### Instructions to follow:
Only the pictures are to be left out; write out the rest of the data exactly.

### Dataset entries:
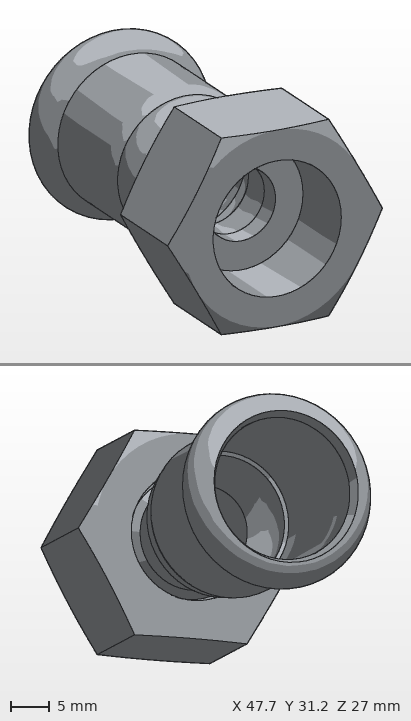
import cadquery as cq
import math

TOTAL_LENGTH = 47.7

BEAD_CREST_X = 3.35
BEAD_LENGTH = 6.6
BEAD_DIAMETER = 25.55
BODY_DIAMETER = 21.3
BODY_END_X = 20.05
SHOULDER_X = 22.15
DOME_START_X = 22.35
DOME_END_X = 25.8
DOME_DIAMETER = 20.0
DOME_END_DIAMETER = 17.75
NECK_START_X = 28.5
NECK_DIAMETER = 14.0
DOME_BULGE = 0.45
NECK_BLEND_SAG = 0.1

MOUTH_DIAMETER = 20.0
MOUTH_DEPTH = 1.4
LAND_LENGTH = 0.4
SOCKET_DIAMETER = 18.7
RELIEF_DIAMETER = 19.0
RELIEF_START_X = 4.7
RELIEF_END_X = 5.55
SOCKET_START_X = 6.45
STOP_DIAMETER = 18.0
DOME_BORE_DIAMETER = 17.0
DOME_BORE_END_DIAMETER = 15.3
NECK_BORE_START_DIAMETER = 11.45
NECK_BORE_DIAMETER = 11.0
TAIL_BORE_DIAMETER = 10.0
BORE_STEP_X = 34.35

FLARE_START_X = 33.85
FLARE_END_DIAMETER = 16.0
FLANGE_DIAMETER = 18.0
FLANGE_LENGTH = 2.4

NUT_START_X = 33.2
NUT_ACROSS_FLATS = 27.0
NUT_FACE_DIAMETER = 26.9
NUT_CHAMFER_LENGTH = 0.6
NUT_MOUTH_DIAMETER = 17.0
NUT_LIP_LENGTH = 1.9
NUT_THREAD_DIAMETER = 18.6

NUT_LENGTH = TOTAL_LENGTH - NUT_START_X
NUT_CORNER_DIAMETER = NUT_ACROSS_FLATS / math.cos(math.radians(30))
NUT_SEAT_X = NUT_START_X + NUT_LIP_LENGTH
FLANGE_END_X = NUT_SEAT_X + FLANGE_LENGTH


def turn(profile):
    """Revolve a closed (x, radius) profile about the X axis."""
    return profile.close().revolve(360, (0, 0, 0), (1, 0, 0))


def bulged_middle(start, end, bulge):
    """Middle of an arc that rises by bulge outwards from its chord."""
    dx = end[0] - start[0]
    dr = end[1] - start[1]
    chord = math.hypot(dx, dr)
    return (
        (start[0] + end[0]) / 2 - bulge * dr / chord,
        (start[1] + end[1]) / 2 + bulge * dx / chord,
    )


def make_fitting_outside():
    body_radius = BODY_DIAMETER / 2

    shoulder = (SHOULDER_X, DOME_DIAMETER / 2)
    round_length = SHOULDER_X - BODY_END_X
    round_drop = body_radius - shoulder[1]
    round_radius = (round_length**2 + round_drop**2) / (2 * round_drop)
    half_angle = math.asin(round_length / round_radius) / 2
    round_middle = (
        BODY_END_X + round_radius * math.sin(half_angle),
        body_radius - round_radius * (1 - math.cos(half_angle)),
    )

    dome_start = (DOME_START_X, DOME_DIAMETER / 2)
    dome_end = (DOME_END_X, DOME_END_DIAMETER / 2)
    neck_start = (NECK_START_X, NECK_DIAMETER / 2)
    return turn(
        cq.Workplane("XY")
        .moveTo(0, 0)
        .lineTo(0, MOUTH_DIAMETER / 2)
        .threePointArc((BEAD_CREST_X, BEAD_DIAMETER / 2), (BEAD_LENGTH, body_radius))
        .lineTo(BODY_END_X, body_radius)
        .threePointArc(round_middle, shoulder)
        .lineTo(*dome_start)
        .threePointArc(bulged_middle(dome_start, dome_end, DOME_BULGE), dome_end)
        .threePointArc(bulged_middle(dome_end, neck_start, -NECK_BLEND_SAG), neck_start)
        .lineTo(FLARE_START_X, NECK_DIAMETER / 2)
        .lineTo(NUT_SEAT_X, FLARE_END_DIAMETER / 2)
        .lineTo(NUT_SEAT_X, FLANGE_DIAMETER / 2)
        .lineTo(FLANGE_END_X, FLANGE_DIAMETER / 2)
        .lineTo(FLANGE_END_X, 0)
    )


def make_fitting_bore():
    dome_start = (DOME_START_X, DOME_BORE_DIAMETER / 2)
    dome_end = (DOME_END_X, DOME_BORE_END_DIAMETER / 2)
    neck_start = (NECK_START_X, NECK_BORE_START_DIAMETER / 2)
    return turn(
        cq.Workplane("XY")
        .moveTo(0, 0)
        .lineTo(0, MOUTH_DIAMETER / 2)
        .lineTo(MOUTH_DEPTH, SOCKET_DIAMETER / 2)
        .lineTo(MOUTH_DEPTH + LAND_LENGTH, SOCKET_DIAMETER / 2)
        .lineTo(RELIEF_START_X, RELIEF_DIAMETER / 2)
        .lineTo(RELIEF_END_X, RELIEF_DIAMETER / 2)
        .lineTo(SOCKET_START_X, SOCKET_DIAMETER / 2)
        .lineTo(BODY_END_X, SOCKET_DIAMETER / 2)
        .lineTo(SHOULDER_X, STOP_DIAMETER / 2)
        .lineTo(*dome_start)
        .threePointArc(bulged_middle(dome_start, dome_end, DOME_BULGE), dome_end)
        .threePointArc(bulged_middle(dome_end, neck_start, -NECK_BLEND_SAG), neck_start)
        .lineTo(BORE_STEP_X, NECK_BORE_DIAMETER / 2)
        .lineTo(BORE_STEP_X, TAIL_BORE_DIAMETER / 2)
        .lineTo(FLANGE_END_X, TAIL_BORE_DIAMETER / 2)
        .lineTo(FLANGE_END_X, 0)
    )


def make_fitting():
    return make_fitting_outside().cut(make_fitting_bore())


def make_nut():
    """Hexagon nut, corners along Y, chamfered at both ends."""
    hexagon = (
        cq.Workplane("YZ", origin=(NUT_START_X, 0, 0))
        .polygon(6, NUT_CORNER_DIAMETER)
        .extrude(NUT_LENGTH)
    )
    chamfer_envelope = turn(
        cq.Workplane("XY")
        .moveTo(NUT_START_X, 0)
        .lineTo(NUT_START_X, NUT_FACE_DIAMETER / 2)
        .lineTo(NUT_START_X + NUT_CHAMFER_LENGTH, NUT_CORNER_DIAMETER / 2)
        .lineTo(TOTAL_LENGTH - NUT_CHAMFER_LENGTH, NUT_CORNER_DIAMETER / 2)
        .lineTo(TOTAL_LENGTH, NUT_FACE_DIAMETER / 2)
        .lineTo(TOTAL_LENGTH, 0)
    )
    bore = turn(
        cq.Workplane("XY")
        .moveTo(NUT_START_X, 0)
        .lineTo(NUT_START_X, NUT_MOUTH_DIAMETER / 2)
        .lineTo(NUT_SEAT_X, NUT_MOUTH_DIAMETER / 2)
        .lineTo(NUT_SEAT_X, NUT_THREAD_DIAMETER / 2)
        .lineTo(TOTAL_LENGTH, NUT_THREAD_DIAMETER / 2)
        .lineTo(TOTAL_LENGTH, 0)
    )
    return hexagon.intersect(chamfer_envelope).cut(bore)


fitting = make_fitting()
nut = make_nut()
result = cq.Compound.makeCompound([fitting.val(), nut.val()])

### Written response:
import cadquery as cq
import math

TOTAL_LENGTH = 47.7

BEAD_CREST_X = 3.35
BEAD_LENGTH = 6.6
BEAD_DIAMETER = 25.55
BODY_DIAMETER = 21.3
BODY_END_X = 20.05
SHOULDER_X = 22.15
DOME_START_X = 22.35
DOME_END_X = 25.8
DOME_DIAMETER = 20.0
DOME_END_DIAMETER = 17.75
NECK_START_X = 28.5
NECK_DIAMETER = 14.0
DOME_BULGE = 0.45
NECK_BLEND_SAG = 0.1

MOUTH_DIAMETER = 20.0
MOUTH_DEPTH = 1.4
LAND_LENGTH = 0.4
SOCKET_DIAMETER = 18.7
RELIEF_DIAMETER = 19.0
RELIEF_START_X = 4.7
RELIEF_END_X = 5.55
SOCKET_START_X = 6.45
STOP_DIAMETER = 18.0
DOME_BORE_DIAMETER = 17.0
DOME_BORE_END_DIAMETER = 15.3
NECK_BORE_START_DIAMETER = 11.45
NECK_BORE_DIAMETER = 11.0
TAIL_BORE_DIAMETER = 10.0
BORE_STEP_X = 34.35

FLARE_START_X = 33.85
FLARE_END_DIAMETER = 16.0
FLANGE_DIAMETER = 18.0
FLANGE_LENGTH = 2.4

NUT_START_X = 33.2
NUT_ACROSS_FLATS = 27.0
NUT_FACE_DIAMETER = 26.9
NUT_CHAMFER_LENGTH = 0.6
NUT_MOUTH_DIAMETER = 17.0
NUT_LIP_LENGTH = 1.9
NUT_THREAD_DIAMETER = 18.6

NUT_LENGTH = TOTAL_LENGTH - NUT_START_X
NUT_CORNER_DIAMETER = NUT_ACROSS_FLATS / math.cos(math.radians(30))
NUT_SEAT_X = NUT_START_X + NUT_LIP_LENGTH
FLANGE_END_X = NUT_SEAT_X + FLANGE_LENGTH


def turn(profile):
    """Revolve a closed (x, radius) profile about the X axis."""
    return profile.close().revolve(360, (0, 0, 0), (1, 0, 0))


def bulged_middle(start, end, bulge):
    """Middle of an arc that rises by bulge outwards from its chord."""
    dx = end[0] - start[0]
    dr = end[1] - start[1]
    chord = math.hypot(dx, dr)
    return (
        (start[0] + end[0]) / 2 - bulge * dr / chord,
        (start[1] + end[1]) / 2 + bulge * dx / chord,
    )


def make_fitting_outside():
    body_radius = BODY_DIAMETER / 2

    shoulder = (SHOULDER_X, DOME_DIAMETER / 2)
    round_length = SHOULDER_X - BODY_END_X
    round_drop = body_radius - shoulder[1]
    round_radius = (round_length**2 + round_drop**2) / (2 * round_drop)
    half_angle = math.asin(round_length / round_radius) / 2
    round_middle = (
        BODY_END_X + round_radius * math.sin(half_angle),
        body_radius - round_radius * (1 - math.cos(half_angle)),
    )

    dome_start = (DOME_START_X, DOME_DIAMETER / 2)
    dome_end = (DOME_END_X, DOME_END_DIAMETER / 2)
    neck_start = (NECK_START_X, NECK_DIAMETER / 2)
    return turn(
        cq.Workplane("XY")
        .moveTo(0, 0)
        .lineTo(0, MOUTH_DIAMETER / 2)
        .threePointArc((BEAD_CREST_X, BEAD_DIAMETER / 2), (BEAD_LENGTH, body_radius))
        .lineTo(BODY_END_X, body_radius)
        .threePointArc(round_middle, shoulder)
        .lineTo(*dome_start)
        .threePointArc(bulged_middle(dome_start, dome_end, DOME_BULGE), dome_end)
        .threePointArc(bulged_middle(dome_end, neck_start, -NECK_BLEND_SAG), neck_start)
        .lineTo(FLARE_START_X, NECK_DIAMETER / 2)
        .lineTo(NUT_SEAT_X, FLARE_END_DIAMETER / 2)
        .lineTo(NUT_SEAT_X, FLANGE_DIAMETER / 2)
        .lineTo(FLANGE_END_X, FLANGE_DIAMETER / 2)
        .lineTo(FLANGE_END_X, 0)
    )


def make_fitting_bore():
    dome_start = (DOME_START_X, DOME_BORE_DIAMETER / 2)
    dome_end = (DOME_END_X, DOME_BORE_END_DIAMETER / 2)
    neck_start = (NECK_START_X, NECK_BORE_START_DIAMETER / 2)
    return turn(
        cq.Workplane("XY")
        .moveTo(0, 0)
        .lineTo(0, MOUTH_DIAMETER / 2)
        .lineTo(MOUTH_DEPTH, SOCKET_DIAMETER / 2)
        .lineTo(MOUTH_DEPTH + LAND_LENGTH, SOCKET_DIAMETER / 2)
        .lineTo(RELIEF_START_X, RELIEF_DIAMETER / 2)
        .lineTo(RELIEF_END_X, RELIEF_DIAMETER / 2)
        .lineTo(SOCKET_START_X, SOCKET_DIAMETER / 2)
        .lineTo(BODY_END_X, SOCKET_DIAMETER / 2)
        .lineTo(SHOULDER_X, STOP_DIAMETER / 2)
        .lineTo(*dome_start)
        .threePointArc(bulged_middle(dome_start, dome_end, DOME_BULGE), dome_end)
        .threePointArc(bulged_middle(dome_end, neck_start, -NECK_BLEND_SAG), neck_start)
        .lineTo(BORE_STEP_X, NECK_BORE_DIAMETER / 2)
        .lineTo(BORE_STEP_X, TAIL_BORE_DIAMETER / 2)
        .lineTo(FLANGE_END_X, TAIL_BORE_DIAMETER / 2)
        .lineTo(FLANGE_END_X, 0)
    )


def make_fitting():
    return make_fitting_outside().cut(make_fitting_bore())


def make_nut():
    """Hexagon nut, corners along Y, chamfered at both ends."""
    hexagon = (
        cq.Workplane("YZ", origin=(NUT_START_X, 0, 0))
        .polygon(6, NUT_CORNER_DIAMETER)
        .extrude(NUT_LENGTH)
    )
    chamfer_envelope = turn(
        cq.Workplane("XY")
        .moveTo(NUT_START_X, 0)
        .lineTo(NUT_START_X, NUT_FACE_DIAMETER / 2)
        .lineTo(NUT_START_X + NUT_CHAMFER_LENGTH, NUT_CORNER_DIAMETER / 2)
        .lineTo(TOTAL_LENGTH - NUT_CHAMFER_LENGTH, NUT_CORNER_DIAMETER / 2)
        .lineTo(TOTAL_LENGTH, NUT_FACE_DIAMETER / 2)
        .lineTo(TOTAL_LENGTH, 0)
    )
    bore = turn(
        cq.Workplane("XY")
        .moveTo(NUT_START_X, 0)
        .lineTo(NUT_START_X, NUT_MOUTH_DIAMETER / 2)
        .lineTo(NUT_SEAT_X, NUT_MOUTH_DIAMETER / 2)
        .lineTo(NUT_SEAT_X, NUT_THREAD_DIAMETER / 2)
        .lineTo(TOTAL_LENGTH, NUT_THREAD_DIAMETER / 2)
        .lineTo(TOTAL_LENGTH, 0)
    )
    return hexagon.intersect(chamfer_envelope).cut(bore)


fitting = make_fitting()
nut = make_nut()
result = cq.Compound.makeCompound([fitting.val(), nut.val()])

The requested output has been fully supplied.